Waveguide Structure Design and Simulation for High-Temperature Corrosion Thickness Detection

Abstract

Equipment corrosion often happens in the petrochemical industry, especially when high temperature materials are transported. The corrosion phenomenon should be monitored as a leak may occur due to corrosion and even cause fires and explosions. However, ordinary ultrasonic testing is not suitable for high temperature conditions because the probe may break. A waveguide structure was designed to economically detect corrosion thickness even at a high temperature 500 deg C and avoid the failure of the ultrasonic probe. Based on the heat transfer simulation, a waveguide rod was determined with optimized material, length, width and thickness, and the experiment validated the calculated result. Then, ultrasonic propagation through the designed waveguide rod and specimen was simulated. Propagation, reflection, attenuation and dissipation of the ultrasonic wave within the combined structure were displayed. A clear ultrasound signal was found near the center, while signal attenuation and dispersion occurred as it is gradually far away from the center.
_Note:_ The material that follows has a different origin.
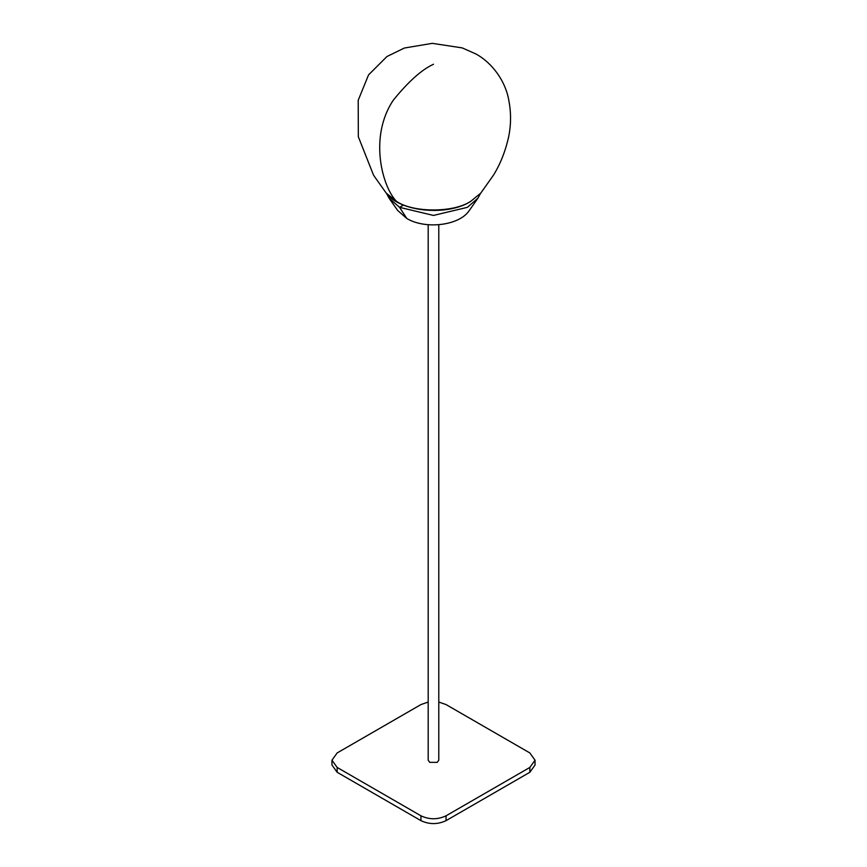 <?xml version="1.0" encoding="UTF-8"?>
<svg xmlns="http://www.w3.org/2000/svg" width="867" height="867" viewBox="0 0 867 867"><rect width="100%" height="100%" fill="white"/><g stroke="black" fill="none" stroke-linecap="round" stroke-linejoin="round"><path stroke-width="1.3" d="M386.584 193.525L389.055 198.164L399.579 207.332L433.467 215.439L467.421 207.332L477.966 198.142L480.416 193.525M438.789 702.032L446.061 704.578L529.835 752.935L535.037 760.196L535.037 765.03L529.835 772.28L446.061 820.648C437.683 824.56 429.317 824.56 420.939 820.648L337.165 772.28L331.963 765.03L331.963 760.196L337.165 752.935L420.939 704.578L428.19 702.042M535.037 760.196L529.835 767.447L446.061 815.804C437.683 819.727 429.317 819.727 420.939 815.804L337.165 767.447L331.963 760.196M438.789 224.716L438.789 760.196L437.239 762.364L429.739 762.364L428.19 760.196L428.19 224.705M403.578 205.024L399.579 207.332L406.786 218.473C425.025 229.549 459.239 225.853 469.275 210.518L477.955 198.153M529.835 772.28L529.835 767.447M446.061 820.648L446.061 815.804M420.939 820.648L420.939 815.804M337.165 772.28L337.165 767.447M396.642 201.469L386.216 193.103L373.579 175.253L358.331 136.769L358.212 100.258L368.551 74.898L386.975 56.507L404.412 48.021L432.297 43.35L462.23 47.902L475.81 53.927C492.575 62.977 505.656 81.671 508.777 100.193C511.162 112.287 511.14 124.436 508.691 136.628C505.504 151.042 500.443 163.863 493.507 175.101L480.784 193.103L471.009 201.101C454.449 212.762 413.548 212.968 396.642 201.469C382.856 188.009 368.323 137.636 393.239 100.269C408.281 81.65 421.709 69.642 433.5 64.245M406.786 218.473L397.725 210.518L389.045 198.153M480.784 193.103L470.532 201.512C447.372 216.295 400.142 212.09 386.216 193.103"/></g></svg>
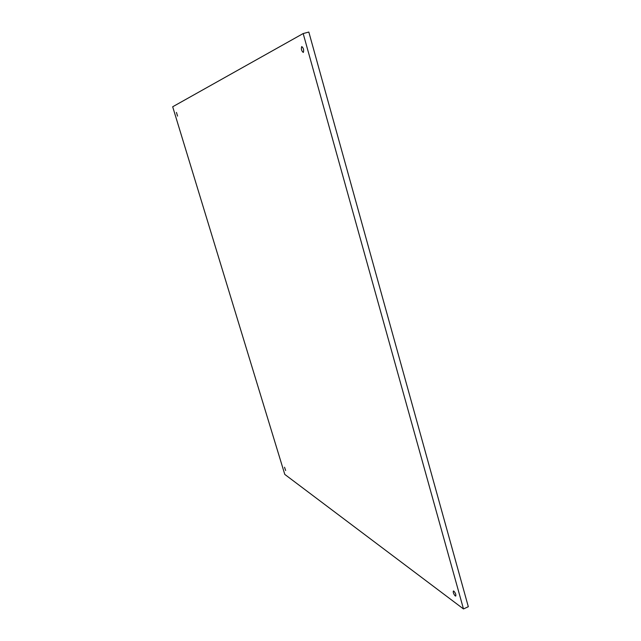 <?xml version="1.0" encoding="UTF-8"?>
<svg xmlns="http://www.w3.org/2000/svg" width="641" height="641" viewBox="0 0 641 641"><rect width="100%" height="100%" fill="white"/><g stroke="black" fill="none" stroke-linecap="round" stroke-linejoin="round"><path stroke-width="0.96" d="M303.177 33.548L308.826 32.05L468.315 606.707L463.483 608.95L284.78 474.404L172.685 106.767L303.177 33.548L463.483 608.95M453.884 591.138C455.519 593.069 456.136 594.712 455.743 596.074L455.222 595.922C453.588 593.991 452.971 592.356 453.371 591.002L453.884 591.138M301.703 46.601L301.775 46.569C303.514 48.051 304.034 50.006 303.329 52.426L303.257 52.45C301.518 50.984 300.998 49.028 301.703 46.601M176.459 112.423L177.565 116.101L176.459 112.423M284.524 467.233L285.654 470.51L284.524 467.233"/></g></svg>

With the waveguide structure, an ultrasonic-guided wave testing device was developed to measure the thickness at high temperatures. Measurement error increases with temperature if the wave velocity is regarded as a constant. A temperature-dependent method was applied to achieve high precision detection at high temperatures. The research has good application potential for the corrosion detection of high-temperature equipment.